Functions > Design of Experiments > About Design of Experiments Functions
  
About Design of Experiments Functions
The design of experiment (DOE) functions and plots can be used for constructing experimental design matrices, for analyzing and screening factors, for developing statistical models, and for performing Monte Carlo simulations.
Design Matrices
You can create design matrices using built-in functions. With the DOE utility functions, you can analyze the properties of fractional factorial design matrices or you can modify design matrices. For example, use the doelabel function to convert the coded values of a design matrix into real values. You can also use vector and matrix functions to further modify design matrices. For example, use stack to add center points to a full or fractional factorial design, or use augment to add an outer array accounting for the noise factors in Taguchi designs.
Factor Screening
To screen factors, you can calculate the effects or the level effects of factors, interactions, or of the design blocking. The quickscreen function is ideal for screening 2–level coded designs. The effects function is a more general function that calculates level effects for any design matrices.

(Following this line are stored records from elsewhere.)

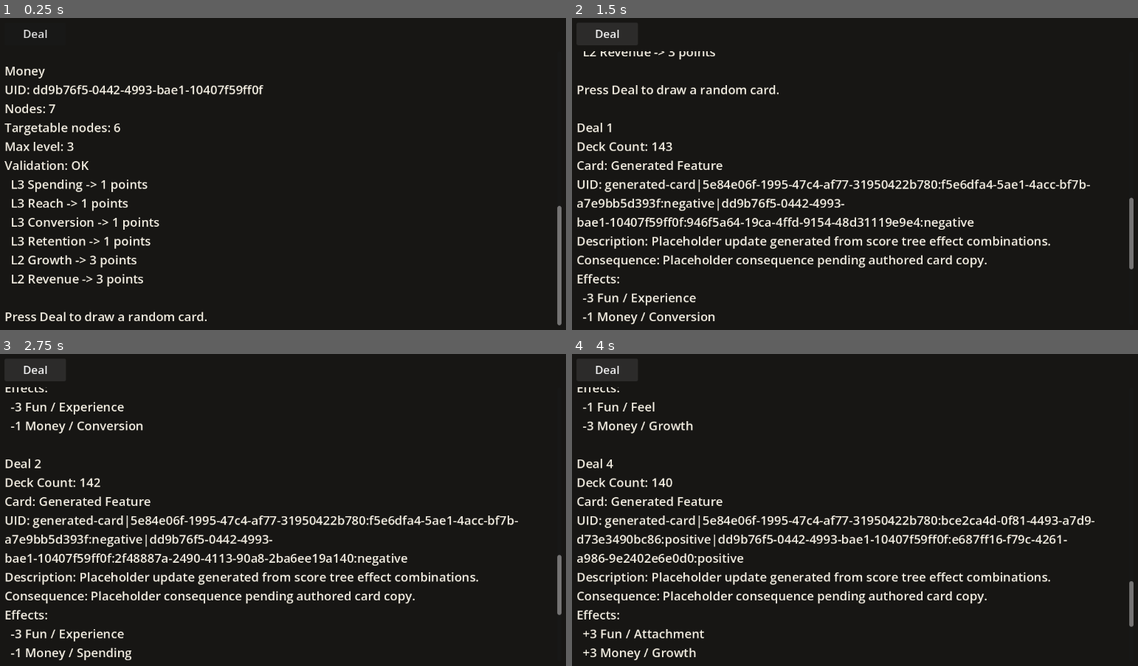
Above: before the commit, frames 1-4 (two rows, left to right).
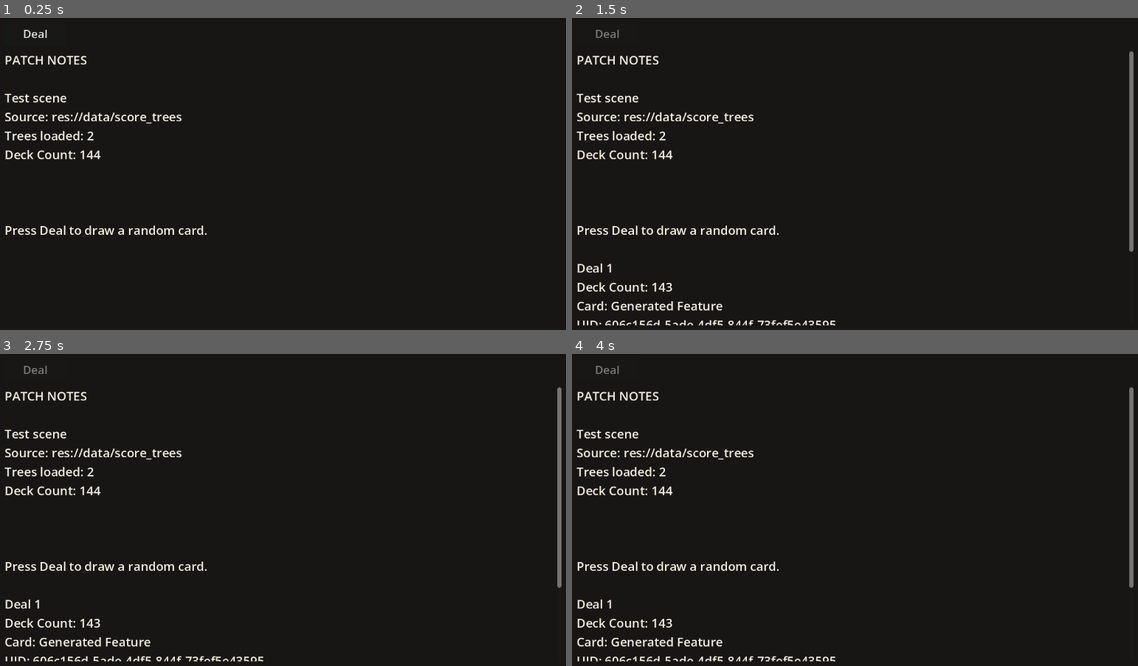
Above: after the commit, the same moments.

Repository: Josephblt/patch-notes
Game: Godot game, scene res://scenes/test_scene.tscn
Two runs of this game, one before a commit and one after it. Both use one fixed random seed, a clock stepped at 60 frames per second and the inputs below.
Inputs (mouse positions are in pixels of both pictures, inside the frame that each line leads up to):
- Up to frame 1 (0.25 s): no input
- Up to frame 2 (1.5 s): click "Deal" at 0.5 s; click (605, 33) at 1.25 s, where only the run before the commit has a clickable "Deal"
- Up to frame 3 (2.75 s): click (33, 369) at 2 s, where only the run before the commit has a clickable "Deal"
- Up to frame 4 (4 s): tap Enter at 2.75 s; tap Space at 3.5 s

The runs differ from the first frame. In frame 1, 5.7% of the frame differs, in the area x 0-100%, y 12-99%; in frame 2, 10%; in frame 3, 10%, in the area x 0-100%, y 3-99%; in frame 4, 10%.
Error after the commit: Invalid access to property or key 'level' on a base object of type 'RefCounted (ScoreTreeNode)'. (res://scripts/models/trees/score_tree.gd:255)

Commit message:
Cards cleanup/refactoring.

Diff:
--- /dev/null
+++ b/src/scripts/models/cards/feature_card.gd
@@ -0,0 +1,43 @@
+class_name FeatureCard
+extends RefCounted
+
+
+var _uid: String
+var _title: String
+var _description: String
+var _consequence: String
+var _effects: Array[FeatureEffect]
+
+
+func _init(
+	card_uid: String,
+	card_title: String,
+	card_description: String,
+	card_consequence: String,
+	card_effects: Array[FeatureEffect] = []
+) -> void:
+	_uid = card_uid
+	_title = card_title
+	_description = card_description
+	_consequence = card_consequence
+	_effects = card_effects.duplicate()
+
+
+func get_uid() -> String:
+	return _uid
+
+
+func get_title() -> String:
+	return _title
+
+
+func get_description() -> String:
+	return _description
+
+
+func get_consequence() -> String:
+	return _consequence
+
+
+func get_effects() -> Array[FeatureEffect]:
+	return _effects.duplicate()
--- /dev/null
+++ b/src/scripts/models/cards/feature_deck.gd
@@ -0,0 +1,21 @@
+class_name FeatureDeck
+extends RefCounted
+
+
+var _available_cards: Array[FeatureCard]
+
+
+func _init(cards: Array[FeatureCard] = []) -> void:
+	_available_cards = cards.duplicate()
+
+
+func shuffle() -> void:
+	_available_cards.shuffle()
+
+
+func has_cards() -> bool:
+	return not _available_cards.is_empty()
+
+
+func draw() -> FeatureCard:
+	return _available_cards.pop_front()
--- /dev/null
+++ b/src/scripts/models/cards/feature_deck_builder.gd
@@ -0,0 +1,72 @@
+class_name FeatureDeckBuilder
+extends RefCounted
+
+const POSITIVE_LABEL: String = "positive"
+const NEGATIVE_LABEL: String = "negative"
+
+
+static func build(score_trees: Array[ScoreTree]) -> FeatureDeck:
+	var feature_effect_groups: Array = []
+
+	for score_tree: ScoreTree in score_trees:
+		var target_effects: Array[FeatureEffect] = _build_feature_effects(score_tree)
+		feature_effect_groups.append(target_effects)
+
+	var feature_effect_combinations: Array = _build_feature_effect_combinations(feature_effect_groups)
+	var cards: Array[FeatureCard] = []
+
+	for raw_effect_combination: Array in feature_effect_combinations:
+		var effect_combination: Array[FeatureEffect] = []
+
+		for effect: FeatureEffect in raw_effect_combination:
+			effect_combination.append(effect)
+
+		cards.append(_build_card(effect_combination))
+
+	return FeatureDeck.new(cards)
+
+
+static func _build_feature_effects(score_tree: ScoreTree) -> Array[FeatureEffect]:
+	var feature_effects: Array[FeatureEffect] = []
+
+	for node: ScoreTreeNode in score_tree.get_targetable_nodes():
+		feature_effects.append(FeatureEffect.new(
+			score_tree.uid,
+			node._uid,
+			FeatureEffect.Impact.POSITIVE
+		))
+		feature_effects.append(FeatureEffect.new(
+			score_tree.uid,
+			node._uid,
+			FeatureEffect.Impact.NEGATIVE
+		))
+
+	return feature_effects
+
+
+static func _build_feature_effect_combinations(effect_groups: Array) -> Array:
+	var combinations: Array = [[]]
+
+	for effect_group: Array in effect_groups:
+		var next_combinations: Array = []
+
+		for combination: Array in combinations:
+			for effect: FeatureEffect in effect_group:
+				var next_combination: Array = combination.duplicate()
+				next_combination.append(effect)
+				next_combinations.append(next_combination)
+
+		combinations = next_combinations
+
+	return combinations
+
+
+static func _build_card(effects: Array[FeatureEffect]) -> FeatureCard:
+
+	return FeatureCard.new(
+		UUID.generate_v4(),
+		"Generated Feature",
+		"Placeholder update generated from score tree effect combinations.",
+		"Placeholder consequence pending authored card copy.",
+		effects
+	)
--- /dev/null
+++ b/src/scripts/models/cards/feature_effect.gd
@@ -0,0 +1,35 @@
+class_name FeatureEffect
+extends RefCounted
+
+
+enum Impact {
+	POSITIVE,
+	NEGATIVE,
+}
+
+
+var _tree_uid: String
+var _node_uid: String
+var _impact: Impact
+
+
+func _init(
+	effect_tree_uid: String,
+	effect_node_uid: String,
+	effect_impact: Impact
+) -> void:
+	_tree_uid = effect_tree_uid
+	_node_uid = effect_node_uid
+	_impact = effect_impact
+
+
+func get_tree_uid() -> String:
+	return _tree_uid
+
+
+func get_node_uid() -> String:
+	return _node_uid
+
+
+func get_impact() -> Impact:
+	return _impact
--- a/src/scripts/models/feature_card.gd
+++ /dev/null
@@ -1,57 +0,0 @@
-class_name FeatureCard
-extends RefCounted
-
-var uid: String
-var title: String
-var description: String
-var consequence: String
-var effects: Array[FeatureEffect]
-
-
-func _init(
-	card_uid: String,
-	card_title: String,
-	card_description: String,
-	card_consequence: String,
-	card_effects: Array[FeatureEffect] = []
-) -> void:
-	uid = card_uid
-	title = card_title
-	description = card_description
-	consequence = card_consequence
-	effects = card_effects.duplicate()
-
-
-func has_effects() -> bool:
-	return not effects.is_empty()
-
-
-func get_effects_for_tree(tree_uid: String) -> Array[FeatureEffect]:
-	var matching_effects: Array[FeatureEffect] = []
-
-	for effect: FeatureEffect in effects:
-		if effect.tree_uid == tree_uid:
-			matching_effects.append(effect)
-
-	return matching_effects
-
-
-func validate() -> Array[String]:
-	var errors: Array[String] = []
-
-	if uid.is_empty():
-		errors.append("Feature card uid is required.")
-
-	if title.is_empty():
-		errors.append("Feature card title is required: %s" % uid)
-
-	if description.is_empty():
-		errors.append("Feature card description is required: %s" % uid)
-
-	if consequence.is_empty():
-		errors.append("Feature card consequence is required: %s" % uid)
-
-	if effects.is_empty():
-		errors.append("Feature card must define at least one effect: %s" % uid)
-
-	return errors
--- a/src/scripts/models/feature_deck.gd
+++ /dev/null
@@ -1,67 +0,0 @@
-class_name FeatureDeck
-extends RefCounted
-
-var available_cards: Array[FeatureCard]
-
-
-func _init(cards: Array[FeatureCard] = []) -> void:
-	available_cards = cards.duplicate()
-
-
-func shuffle() -> void:
-	available_cards.shuffle()
-
-
-func remaining_count() -> int:
-	return available_cards.size()
-
-
-func has_cards() -> bool:
-	return not available_cards.is_empty()
-
-
-func can_draw(count: int) -> bool:
-	return count >= 0 and available_cards.size() >= count
-
-
-func can_draw_hand(hand_size: int = 3) -> bool:
-	return can_draw(hand_size)
-
-
-func draw(count: int) -> Array[FeatureCard]:
-	var drawn_cards: Array[FeatureCard] = []
-
-	if count <= 0:
-		return drawn_cards
-
-	var draw_count: int = count
-
-	if available_cards.size() < draw_count:
-		draw_count = available_cards.size()
-
-	for index: int in range(draw_count):
-		drawn_cards.append(available_cards.pop_front())
-
-	return drawn_cards
-
-
-func draw_hand(hand_size: int = 3) -> Array[FeatureCard]:
-	return draw(hand_size)
-
-
-func validate_unique_cards() -> Array[String]:
-	var errors: Array[String] = []
-	var seen_uids: Dictionary[String, bool] = {}
-
-	for card: FeatureCard in available_cards:
-		if card.uid.is_empty():
-			errors.append("Deck contains a card without a uid.")
-			continue
-
-		if seen_uids.has(card.uid):
-			errors.append("Deck contains duplicate card uid: %s" % card.uid)
-			continue
-
-		seen_uids[card.uid] = true
-
-	return errors
--- a/src/scripts/models/feature_deck_builder.gd
+++ /dev/null
@@ -1,109 +0,0 @@
-class_name FeatureDeckBuilder
-extends RefCounted
-
-const POSITIVE_LABEL: String = "positive"
-const NEGATIVE_LABEL: String = "negative"
-
-
-static func build_from_score_trees(score_trees: Array[ScoreTree]) -> FeatureDeck:
-	var effect_groups: Array = []
-
-	for score_tree: ScoreTree in score_trees:
-		var target_effects: Array[FeatureEffect] = _build_target_effects(score_tree)
-
-		if target_effects.is_empty():
-			push_error("Score tree has no targetable effect options: %s" % score_tree.uid)
-			return FeatureDeck.new()
-
-		effect_groups.append(target_effects)
-
-	var effect_combinations: Array = _build_effect_combinations(effect_groups)
-	var cards: Array[FeatureCard] = []
-
-	for raw_effect_combination: Array in effect_combinations:
-		var effect_combination: Array[FeatureEffect] = []
-
-		for effect: FeatureEffect in raw_effect_combination:
-			effect_combination.append(effect)
-
-		cards.append(_build_card(effect_combination))
-
-	return FeatureDeck.new(cards)
-
-
-static func build_from_score_tree_dir(path: String) -> FeatureDeck:
-	return build_from_score_trees(ScoreTree.load_many_from_json_dir(path))
-
-
-static func _build_target_effects(score_tree: ScoreTree) -> Array[FeatureEffect]:
-	var effects: Array[FeatureEffect] = []
-
-	for node: ScoreTreeNode in score_tree.get_targetable_nodes():
-		effects.append(FeatureEffect.new(
-			score_tree.uid,
-			node.uid,
-			FeatureEffect.Direction.POSITIVE
-		))
-		effects.append(FeatureEffect.new(
-			score_tree.uid,
-			node.uid,
-			FeatureEffect.Direction.NEGATIVE
-		))
-
-	return effects
-
-
-static func _build_effect_combinations(effect_groups: Array) -> Array:
-	var combinations: Array = [[]]
-
-	for effect_group: Array in effect_groups:
-		var next_combinations: Array = []
-
-		for combination: Array in combinations:
-			for effect: FeatureEffect in effect_group:
-				var next_combination: Array = combination.duplicate()
-				next_combination.append(effect)
-				next_combinations.append(next_combination)
-
-		combinations = next_combinations
-
-	return combinations
-
-
-static func _build_card(effects: Array[FeatureEffect]) -> FeatureCard:
-	var uid: String = _build_card_uid(effects)
-
-	return FeatureCard.new(
-		uid,
-		"Generated Feature",
-		"Placeholder update generated from score tree effect combinations.",
-		"Placeholder consequence pending authored card copy.",
-		effects
-	)
-
-
-static func _build_card_uid(effects: Array[FeatureEffect]) -> String:
-	var parts: Array[String] = []
-
-	for effect: FeatureEffect in effects:
-		parts.append("%s:%s:%s" % [
-			effect.tree_uid,
-			effect.node_uid,
-			_get_direction_label(effect.direction),
-		])
-
-	parts.sort()
-
-	var card_uid: String = "generated-card"
-
-	for part: String in parts:
-		card_uid = "%s|%s" % [card_uid, part]
-
-	return card_uid
-
-
-static func _get_direction_label(direction: FeatureEffect.Direction) -> String:
-	if direction == FeatureEffect.Direction.NEGATIVE:
-		return NEGATIVE_LABEL
-
-	return POSITIVE_LABEL
--- a/src/scripts/models/feature_effect.gd
+++ /dev/null
@@ -1,36 +0,0 @@
-class_name FeatureEffect
-extends RefCounted
-
-enum Direction {
-	POSITIVE,
-	NEGATIVE,
-}
-
-var tree_uid: String
-var node_uid: String
-var direction: Direction
-
-
-func _init(
-	effect_tree_uid: String,
-	effect_node_uid: String,
-	effect_direction: Direction
-) -> void:
-	tree_uid = effect_tree_uid
-	node_uid = effect_node_uid
-	direction = effect_direction
-
-
-func is_positive() -> bool:
-	return direction == Direction.POSITIVE
-
-
-func is_negative() -> bool:
-	return direction == Direction.NEGATIVE
-
-
-func get_sign() -> int:
-	if is_negative():
-		return -1
-
-	return 1
--- a/src/scripts/models/score_tree_node.gd
+++ /dev/null
@@ -1,27 +0,0 @@
-class_name ScoreTreeNode
-extends RefCounted
-
-var uid: String
-var display_name: String
-var parent_uid: String
-var level: int
-
-
-func _init(
-	node_uid: String,
-	node_display_name: String,
-	node_parent_uid: String,
-	node_level: int
-) -> void:
-	uid = node_uid
-	display_name = node_display_name
-	parent_uid = node_parent_uid
-	level = node_level
-
-
-func is_root() -> bool:
-	return parent_uid.is_empty()
-
-
-func has_parent() -> bool:
-	return not parent_uid.is_empty()
--- a/src/scripts/models/score_tree.gd
+++ b/src/scripts/models/trees/score_tree.gd
@@ -19,6 +19,36 @@
 	nodes = tree_nodes
 
 
+static func load_many_from_json_dir(path: String) -> Array[ScoreTree]:
+	var trees: Array[ScoreTree] = []
+	var dir: DirAccess = DirAccess.open(path)
+
+	if dir == null:
+		push_error("Could not open score tree JSON directory: %s" % path)
+		return trees
+
+	var file_names: Array[String] = []
+
+	dir.list_dir_begin()
+	var file_name: String = dir.get_next()
+	while not file_name.is_empty():
+		if not dir.current_is_dir() and file_name.get_extension().to_lower() == "json":
+			file_names.append(file_name)
+
+		file_name = dir.get_next()
+
+	dir.list_dir_end()
+	file_names.sort()
+
+	for json_file_name: String in file_names:
+		var tree: ScoreTree = ScoreTree.load_from_json_file(path.path_join(json_file_name))
+
+		if tree != null:
+			trees.append(tree)
+
+	return trees
+
+
 static func load_from_json_file(path: String) -> ScoreTree:
 	var file: FileAccess = FileAccess.open(path, FileAccess.READ)
 
@@ -45,36 +75,6 @@
 
 	var root_data: Dictionary = data as Dictionary
 	return ScoreTree.from_json(root_data)
-
-
-static func load_many_from_json_dir(path: String) -> Array[ScoreTree]:
-	var trees: Array[ScoreTree] = []
-	var dir: DirAccess = DirAccess.open(path)
-
-	if dir == null:
-		push_error("Could not open score tree JSON directory: %s" % path)
-		return trees
-
-	var file_names: Array[String] = []
-
-	dir.list_dir_begin()
-	var file_name: String = dir.get_next()
-	while not file_name.is_empty():
-		if not dir.current_is_dir() and file_name.get_extension().to_lower() == "json":
-			file_names.append(file_name)
-
-		file_name = dir.get_next()
-
-	dir.list_dir_end()
-	file_names.sort()
-
-	for json_file_name: String in file_names:
-		var tree: ScoreTree = ScoreTree.load_from_json_file(path.path_join(json_file_name))
-
-		if tree != null:
-			trees.append(tree)
-
-	return trees
 
 
 static func from_json(root_data: Dictionary) -> ScoreTree:
@@ -130,7 +130,7 @@
 
 
 func add_node(node: ScoreTreeNode) -> void:
-	nodes[node.uid] = node
+	nodes[node._uid] = node
 
 
 func has_node(node_uid: String) -> bool:
@@ -169,8 +169,8 @@
 	var node_uids: Array[String] = []
 
 	for node: ScoreTreeNode in nodes.values():
-		if is_valid_effect_target(node.uid):
-			node_uids.append(node.uid)
+		if is_valid_effect_target(node._uid):
+			node_uids.append(node._uid)
 
 	node_uids.sort()
 
@@ -190,7 +190,7 @@
 		if current.is_root():
 			break
 
-		current = get_parent(current.uid)
+		current = get_parent(current._uid)
 
 	return path
 
@@ -211,15 +211,19 @@
 
 
 func get_signed_points_for_effect(effect: FeatureEffect) -> int:
-	if effect.tree_uid != uid:
-		push_error("Effect targets tree %s, not %s." % [effect.tree_uid, uid])
+	if effect.get_tree_uid() != uid:
+		push_error("Effect targets tree %s, not %s." % [effect.get_tree_uid(), uid])
 		return 0
 
-	if not is_valid_effect_target(effect.node_uid):
-		push_error("Effect target is invalid: %s" % effect.node_uid)
+	if not is_valid_effect_target(effect.get_node_uid()):
+		push_error("Effect target is invalid: %s" % effect.get_node_uid())
 		return 0
 
-	return get_points_for_node(effect.node_uid) * effect.get_sign()
+	var impact: int = 1
+	if effect.get_impact() == FeatureEffect.Impact.NEGATIVE:
+		impact = -1
+
+	return get_points_for_node(effect.get_node_uid()) * impact
 
 
 func is_valid_effect_target(node_uid: String) -> bool:
@@ -242,27 +246,27 @@
 		errors.append("Root node does not exist.")
 
 	for node: ScoreTreeNode in nodes.values():
-		if node.uid.is_empty():
+		if node._uid.is_empty():
 			errors.append("Node uid is required.")
 
-		if node.display_name.is_empty():
-			errors.append("Node display name is required: %s" % node.uid)
+		if node._display_name.is_empty():
+			errors.append("Node display name is required: %s" % node._uid)
 
 		if node.level < 1:
-			errors.append("Node level must be 1 or higher: %s" % node.uid)
-
-		if node.uid == root_uid:
+			errors.append("Node level must be 1 or higher: %s" % node._uid)
+
+		if node._uid == root_uid:
 			if not node.is_root():
-				errors.append("Root node cannot have a parent: %s" % node.uid)
+				errors.append("Root node cannot have a parent: %s" % node._uid)
 
 			if node.level != 1:
-				errors.append("Root node must be level 1: %s" % node.uid)
+				errors.append("Root node must be level 1: %s" % node._uid)
 		else:
 			if node.is_root():
-				errors.append("Only the root node can be parentless: %s" % node.uid)
+				errors.append("Only the root node can be parentless: %s" % node._uid)
 			elif not nodes.has(node.parent_uid):
 				errors.append("Node parent does not exist: %s -> %s" % [
-					node.uid,
+					node._uid,
 					node.parent_uid,
 				])
 
@@ -279,15 +283,15 @@
 		var current: ScoreTreeNode = node
 
 		while not current.is_root():
-			if seen.has(current.uid):
-				errors.append("Cycle detected at node: %s" % current.uid)
+			if seen.has(current._uid):
+				errors.append("Cycle detected at node: %s" % current._uid)
 				break
 
-			seen[current.uid] = true
+			seen[current._uid] = true
 
 			if not nodes.has(current.parent_uid):
 				break
 
-			current = get_parent(current.uid)
+			current = get_parent(current._uid)
 
 	return errors
--- /dev/null
+++ b/src/scripts/models/trees/score_tree_node.gd
@@ -0,0 +1,39 @@
+class_name ScoreTreeNode
+extends RefCounted
+
+var _uid: String
+var _display_name: String
+var _parent_uid: String
+var _level: int
+
+
+func _init(
+	node_uid: String,
+	node_display_name: String,
+	node_parent_uid: String,
+	node_level: int
+) -> void:
+	_uid = node_uid
+	_display_name = node_display_name
+	_parent_uid = node_parent_uid
+	_level = node_level
+
+
+func get_uid() -> String:
+	return _uid
+
+
+func get_display_name() -> String:
+	return _display_name
+
+
+func get_parent_uid() -> String:
+	return _parent_uid
+
+
+func get_level() -> int:
+	return _level
+
+
+func has_parent() -> bool:
+	return not _parent_uid.is_empty()
--- a/src/scripts/test_scene.gd
+++ b/src/scripts/test_scene.gd
@@ -14,7 +14,7 @@
 
 func _ready() -> void:
 	score_trees = ScoreTree.load_many_from_json_dir(SCORE_TREE_DIR)
-	feature_deck = FeatureDeckBuilder.build_from_score_trees(score_trees)
+	feature_deck = FeatureDeckBuilder.build(score_trees)
 	feature_deck.shuffle()
 	deal_button.pressed.connect(_on_deal_button_pressed)
 
@@ -23,7 +23,7 @@
 	_print_line("Test scene")
 	_print_line("Source: %s" % SCORE_TREE_DIR)
 	_print_line("Trees loaded: %d" % score_trees.size())
-	_print_line("Deck Count: %d" % feature_deck.remaining_count())
+	_print_line("Deck Count: %d" % feature_deck._available_cards.size())
 
 	for score_tree: ScoreTree in score_trees:
 		_print_line("")
@@ -34,7 +34,7 @@
 
 
 func _on_deal_button_pressed() -> void:
-	if feature_deck == null or not feature_deck.has_cards():
+	if feature_deck == null or not feature_deck._available_cards.size() > 0:
 		_print_line("")
 		_print_line("Deck Count: 0")
 		_print_line("Deck is empty.")
@@ -42,53 +42,48 @@
 		return
 
 	feature_deck.shuffle()
-	var drawn_cards: Array[FeatureCard] = feature_deck.draw(1)
-
-	if drawn_cards.is_empty():
-		_print_line("")
-		_print_line("No card drawn.")
-		return
+	var drawn_card: FeatureCard = feature_deck.draw()
 
 	dealt_count += 1
 	_print_line("")
 	_print_line("Deal %d" % dealt_count)
-	_print_line("Deck Count: %d" % feature_deck.remaining_count())
-	_print_lines(_describe_card(drawn_cards[0]))
+	_print_line("Deck Count: %d" % feature_deck._available_cards.size())
+	_print_lines(_describe_card(drawn_card))
 
-	if not feature_deck.has_cards():
+	if not feature_deck._available_cards.size() == 0:
 		deal_button.disabled = true
 
 
 func _describe_card(card: FeatureCard) -> Array[String]:
 	var lines: Array[String] = []
 
-	lines.append("Card: %s" % card.title)
-	lines.append("UID: %s" % card.uid)
-	lines.append("Description: %s" % card.description)
-	lines.append("Consequence: %s" % card.consequence)
+	lines.append("Card: %s" % card.get_title())
+	lines.append("UID: %s" % card.get_uid())
+	lines.append("Description: %s" % card.get_description())
+	lines.append("Consequence: %s" % card.get_consequence())
 	lines.append("Effects:")
 
-	for effect: FeatureEffect in card.effects:
+	for effect: FeatureEffect in card.get_effects():
 		lines.append("  %s" % _describe_effect(effect))
 
 	return lines
 
 
 func _describe_effect(effect: FeatureEffect) -> String:
-	var score_tree: ScoreTree = _find_score_tree(effect.tree_uid)
+	var score_tree: ScoreTree = _find_score_tree(effect.get_tree_uid())
 
 	if score_tree == null:
 		return "%s %s" % [
 			_format_signed_points(0),
-			effect.node_uid,
+			effect.get_node_uid(),
 		]
 
-	var node: ScoreTreeNode = score_tree.get_node(effect.node_uid)
+	var node: ScoreTreeNode = score_tree.get_node(effect.get_node_uid())
 
 	return "%s %s / %s" % [
 		_format_signed_points(score_tree.get_signed_points_for_effect(effect)),
-		score_tree.display_name,
-		node.display_name,
+		score_tree.get_display_name(),
+		node.get_display_name(),
 	]
 
 
@@ -126,8 +121,8 @@
 	for node: ScoreTreeNode in targetable_nodes:
 		lines.append("  L%d %s -> %d points" % [
 			node.level,
-			node.display_name,
-			score_tree.get_points_for_node(node.uid),
+			node._display_name,
+			score_tree.get_points_for_node(node._uid),
 		])
 
 	return lines
--- /dev/null
+++ b/src/scripts/utils/uuid.gd
@@ -0,0 +1,24 @@
+class_name UUID
+
+
+const CHARS = "0123456789abcdef"
+
+
+static func generate_v4() -> String:
+	var result := ""
+	for i in range(32):
+		if i in [8, 12, 16, 20]:
+			result += "-"
+
+		# Set version 4 identifier
+		if i == 12:
+			result += "4"
+		# Set variant bits (must be 8, 9, a, or b)
+		elif i == 16:
+			var r := randi() % 4 + 8
+			result += CHARS[r]
+		else:
+			var r := randi() % 16
+			result += CHARS[r]
+
+	return result
Not shown, added: src/scripts/models/cards/feature_card.gd.uid
Not shown, added: src/scripts/models/cards/feature_deck.gd.uid
Not shown, added: src/scripts/models/cards/feature_deck_builder.gd.uid
Not shown, added: src/scripts/models/cards/feature_effect.gd.uid
Not shown, added: src/scripts/models/trees/score_tree.gd.uid
Not shown, added: src/scripts/models/trees/score_tree_node.gd.uid
Not shown, added: src/scripts/test_scene.gd.uid
Not shown, added: src/scripts/utils/uuid.gd.uid

You can display the experiment results in a box plot, an effects plot, or a Pareto plot to decide whether factors are significant. You can also perform an analysis of variance (ANOVA) with the anova function to test if factors are significant.
Regression Analysis
You can use the polyfit function to quickly map a multivariate polynomial regression surface. If you want to work with regression coefficients instead, use the polyfitc function. This function also returns additional information about each regression coefficient. For a more complete set of diagnostics, use polyfitstat. This function returns model parameters, the output of polyfitc, an ANOVA for regression, and a detailed analysis for each run or data point used to create the multivariate polynomial regression surface. To enhance numerical accuracy, the data is scaled internally by the standard deviation in all the polynomial regression functions if a full-order model is specified. If a partial or incomplete polynomial is specified, no scaling is performed.
For other types of fitting functions, use the multidfit function to calculate their fitting parameters.
All of the above functions accept design matrices.
Monte Carlo Simulation
Monte Carlo methods build up, over many iterations, the statistical behavior of a complex system made of components with unique variances. Instead of finding algorithmic, closed-form solutions, these methods iteratively apply random values to each component value to model the statistical behavior of the complex system.
You can generate random numbers for Monte Carlo simulations using one of the following functions: LogNormal, Normal, Uniform, Weibull. You can also use the montecarlo function to create a Monte Carlo sample for a given function. This is useful, for example, to predict the behavior of future experiments using regression models created from previous experiments.